The access points in a mesh network are categorized as either root nodes or remote nodes:
  • Root Node (a.k.a. Gateway Node):  This is an access point with a wired connection to the wired switch infrastructure.  The remote nodes establish wireless backhaul connections to the root node.  Note that the wired connection utilized by a root node can either be (1) a direct Ethernet or fiber-optic connection to the wired switch infrastructure or (2) a wired connection to a separate WDS Bridge wireless point-to-(multi)point link on an independent channel.
  • Remote Node:  This is an access point without a wired Ethernet connection.  Backhaul to the network is established via a wireless connection to a root node or to other remote nodes.  Note that the remote AP still requires electrical power, so an Ethernet connection to a PoE injector is common, though the “network” end of the PoE injector may not be connected at all or may only be connected to a wired client device, such as an IP camera.
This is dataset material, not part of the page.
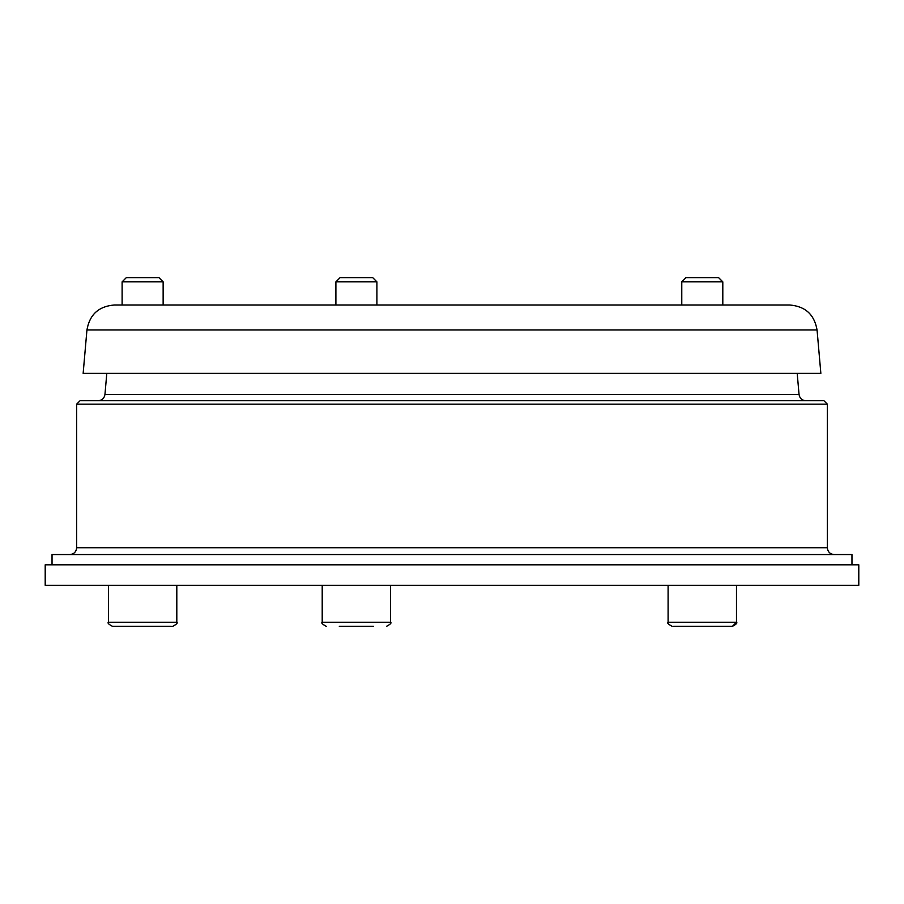 <?xml version="1.0" encoding="UTF-8"?>
<svg xmlns="http://www.w3.org/2000/svg" width="904" height="904" viewBox="0 0 904 904"><rect width="100%" height="100%" fill="white"/><g stroke="black" fill="none" stroke-linecap="round" stroke-linejoin="round"><path stroke-width="1.36" d="M805.724 400.721L80.072 400.721L76.648 404.144L827.352 404.144L823.928 400.721L805.724 400.721M98.14 400.721L805.859 400.721C801.984 400.393 799.712 398.314 799.046 394.483L104.954 394.483C104.288 398.314 102.016 400.393 98.14 400.721M851.963 564.808L851.963 554.559L52.036 554.559L52.036 564.808M681.774 305.01L681.774 281.856L722.804 281.856L722.804 305.01L789.813 305.01L114.186 305.01L122.119 305.01L122.119 281.856L163.138 281.856L163.138 305.01L335.892 305.01L335.892 281.856L376.911 281.856L372.719 277.652L340.085 277.652L335.892 281.856M598.877 305.01L376.911 305.01L376.911 281.856L376.911 305.01M817.058 329.971L820.855 373.375L83.145 373.375L86.942 329.971L817.058 329.971C814.402 314.637 805.328 306.309 789.813 305.01M858.8 585.317L45.2 585.317L45.2 564.808L858.8 564.808L858.8 585.317M722.804 305.01L722.804 281.856L718.601 277.652L685.966 277.652L681.774 281.856M673.683 626.348L721.912 626.348M339.305 626.348L373.488 626.348M322.208 585.317L322.208 622.246C321.044 622.912 322.412 624.28 326.321 626.348C322.389 624.246 321.022 622.879 322.208 622.246L390.584 622.246C391.76 622.912 390.392 624.28 386.483 626.348C390.381 624.302 391.748 622.935 390.584 622.246L390.584 585.317L390.584 622.246M163.138 281.856L158.946 277.652L126.311 277.652L122.119 281.856M172.709 626.348C176.619 624.28 177.986 622.912 176.811 622.246L108.446 622.246C107.282 622.946 108.649 624.314 112.548 626.348L171.24 626.348M161.398 626.348L123.859 626.348M721.064 626.348L732.376 626.348L736.477 622.246L668.101 622.246C666.926 622.912 668.305 624.28 672.203 626.348C668.305 624.28 666.926 622.912 668.101 622.246L668.101 585.317M682.656 626.348L677.955 626.348M827.352 404.144L827.352 547.722L76.648 547.722C76.241 551.869 73.97 554.152 69.811 554.559M76.648 404.144L76.648 547.722M106.796 373.375L104.954 394.483M797.204 373.375L799.046 394.483M827.352 547.722C827.759 551.869 830.03 554.152 834.189 554.559M86.942 329.971C89.598 314.637 98.672 306.309 114.186 305.01M736.477 622.246L736.477 585.317L736.477 622.246C737.63 622.946 736.263 624.314 732.376 626.348M176.811 622.246L176.811 585.317M108.446 622.246L108.446 585.317M372.719 277.652L376.911 281.856M718.601 277.652L722.804 281.856"/></g></svg>
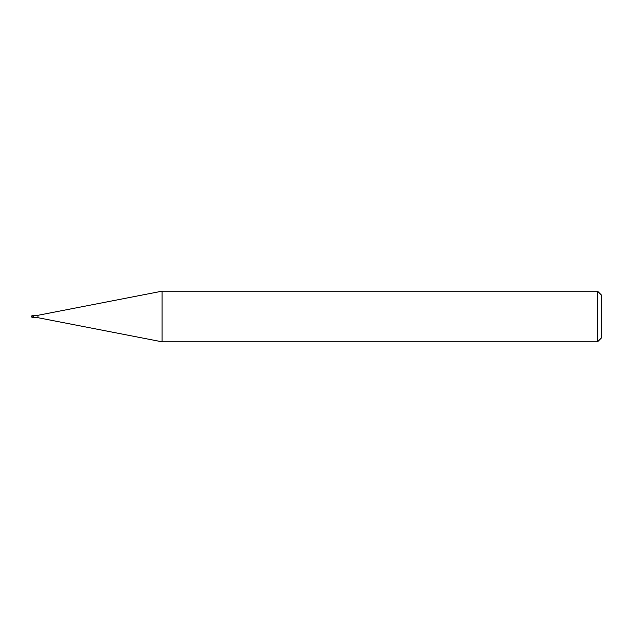 <?xml version="1.0" encoding="UTF-8"?>
<svg xmlns="http://www.w3.org/2000/svg" width="633" height="633" viewBox="0 0 633 633"><rect width="100%" height="100%" fill="white"/><g stroke="black" fill="none" stroke-linecap="round" stroke-linejoin="round"><path stroke-width="0.47" stroke-dasharray="3.17 2.37" d="M33.676 317.703L33.676 315.297L33.676 317.703M162.048 341.82L162.048 291.18M601.35 294.978L601.35 338.022M597.552 291.18L597.552 341.82M37.98 315.297L37.98 317.703M33.676 315.234L33.676 317.766M32.916 315.234L32.916 317.766"/><path stroke-width="0.95" d="M597.552 341.82L597.552 291.18L601.35 294.978L601.35 338.022L597.552 341.82L162.048 341.82L37.98 317.703L33.676 317.703M37.98 317.703L37.98 315.297L162.048 291.18L597.552 291.18M33.676 315.297L37.98 315.297M162.048 341.82L162.048 291.18M32.916 315.234A1.266 1.266 0 0 0 31.65 316.5A1.266 1.266 0 0 0 32.916 317.766L32.916 315.234L33.676 315.234L33.676 317.766L32.916 317.766"/></g></svg>

The path from a particular remote node back to a particular root node can require connections via multiple intermediate remote nodes, and this wireless link in this chain is referred to as a hop.  The mesh routing algorithm selects the most optimal route through the network.  The optimization function used by the mesh APs is generally proprietary to each AP vendor, but typically attempts to balance several, often conflicting, parameters, such as the following:
  1. Minimize the number of hops, so as to minimize the total wireless latency and throughput penalty of the network
  2. Maximize the signal strength of each hop, so as to maximize the achievable Wi-Fi data rates between the mesh radios on each hop.    For maximum data rates in 802.11ac, the received signal strength indicator (RSSI) would ideally be in the -40 dBm to -50 dBm range, though this is usually unachievable in practice since omni-directional antennas are typically used to create the widest field of view to neighboring APs.  Data rates should be above -65 dBm for decent data rate performance between hops.
  3. Balance the load on each AP, so as to account for the number of associated client devices and the total throughput consumption on each AP.  The throughput load stacks as the number of hops increase, so intermediate remote nodes that are heavily utilized with client traffic will not give as many resources to downstream remote nodes. 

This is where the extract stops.